The article on CIO has an excellent overview of methods and technologies to authenticate you based on what you are and to some extent on what you have. Not only body parts themselves are expected, but also the way they function. Heartbeat and brain waves - they seem to be the most advanced authentication sources for today.

Yet it remains unclear, how the freshness of the data can be ensured. A computer system receives authentication data from the person by digitizing them and comparing them to the stored patterns. Potentially the data can be intercepted while in transit and then replayed later for false authentication.

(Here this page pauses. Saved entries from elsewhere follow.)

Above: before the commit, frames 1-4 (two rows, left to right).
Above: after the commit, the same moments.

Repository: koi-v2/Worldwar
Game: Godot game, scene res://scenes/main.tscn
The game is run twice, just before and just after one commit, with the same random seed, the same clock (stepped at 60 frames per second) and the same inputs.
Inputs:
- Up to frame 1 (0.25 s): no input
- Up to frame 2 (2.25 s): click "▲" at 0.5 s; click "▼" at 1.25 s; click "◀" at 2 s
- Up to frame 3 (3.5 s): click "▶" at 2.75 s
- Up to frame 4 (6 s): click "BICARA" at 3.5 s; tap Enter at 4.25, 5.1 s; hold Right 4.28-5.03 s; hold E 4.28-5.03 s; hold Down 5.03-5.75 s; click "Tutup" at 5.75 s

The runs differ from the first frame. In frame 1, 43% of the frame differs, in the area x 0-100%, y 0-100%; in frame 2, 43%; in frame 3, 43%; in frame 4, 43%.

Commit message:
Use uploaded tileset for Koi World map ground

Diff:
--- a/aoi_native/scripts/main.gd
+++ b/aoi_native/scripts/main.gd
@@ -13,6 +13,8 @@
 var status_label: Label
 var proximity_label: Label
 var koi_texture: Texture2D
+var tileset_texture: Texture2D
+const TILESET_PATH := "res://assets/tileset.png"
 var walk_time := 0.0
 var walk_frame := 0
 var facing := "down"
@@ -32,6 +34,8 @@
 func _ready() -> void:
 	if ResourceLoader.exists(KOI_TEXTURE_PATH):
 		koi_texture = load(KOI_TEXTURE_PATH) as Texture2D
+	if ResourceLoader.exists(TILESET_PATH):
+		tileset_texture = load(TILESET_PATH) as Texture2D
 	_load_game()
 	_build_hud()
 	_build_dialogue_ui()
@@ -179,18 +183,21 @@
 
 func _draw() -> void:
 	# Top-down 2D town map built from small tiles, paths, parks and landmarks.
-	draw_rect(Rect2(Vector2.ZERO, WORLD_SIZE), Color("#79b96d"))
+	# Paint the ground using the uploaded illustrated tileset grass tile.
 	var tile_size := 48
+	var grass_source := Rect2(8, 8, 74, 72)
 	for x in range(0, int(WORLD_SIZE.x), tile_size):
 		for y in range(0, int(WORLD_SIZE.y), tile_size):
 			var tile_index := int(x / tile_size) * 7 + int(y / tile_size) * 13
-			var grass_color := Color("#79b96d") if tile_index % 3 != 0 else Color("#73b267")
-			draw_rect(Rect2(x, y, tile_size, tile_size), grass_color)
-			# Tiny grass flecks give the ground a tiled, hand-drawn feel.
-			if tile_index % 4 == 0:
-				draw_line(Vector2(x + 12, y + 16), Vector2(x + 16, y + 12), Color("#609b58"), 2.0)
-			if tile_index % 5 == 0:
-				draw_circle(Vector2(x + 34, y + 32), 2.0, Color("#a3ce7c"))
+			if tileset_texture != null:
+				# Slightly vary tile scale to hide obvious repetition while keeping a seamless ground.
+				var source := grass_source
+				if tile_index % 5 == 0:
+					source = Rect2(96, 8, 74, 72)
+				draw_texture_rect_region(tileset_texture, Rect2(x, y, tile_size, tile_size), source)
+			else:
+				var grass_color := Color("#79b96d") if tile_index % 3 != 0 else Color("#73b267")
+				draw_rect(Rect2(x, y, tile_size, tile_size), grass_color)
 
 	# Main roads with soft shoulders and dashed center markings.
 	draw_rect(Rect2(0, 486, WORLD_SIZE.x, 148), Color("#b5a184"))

And even worse, fingerprints and iris pictures can be captured distantly by using powerful photo cameras and then misused.

The only way I can think about right now is a challenge-response mechanism that measures how the person reacts to certain stimuli such as certain light flash pattern (when inspecting iris) or math problem that the user has to solve (when capturing brain waves).

Saturday, January 10, 2015

Working in public places? Think again.


For decades remote capturing of the data (first from people or TV set talking, then from the working computer) was an effective way for political and business espionage. We saw methods to capture sounds, CRT emission, keyboard clicks etc. Tablets and low-power notebooks give much less information to outside world, yet the spies don't calm down and try to capture even tiny bits of electronic emissions hoping to grab your passwords or even more valuable information.

Though I am a bit skeptical about real-world use of these attacks, you still need to be careful when working with confidential information in public. It is also important to mention that rubber-hose cryptanalysis remains effective and if you have logged into your banking account and the attacker knows that you have a fortune in the bank, it makes sense for him to just grab your notebook and run.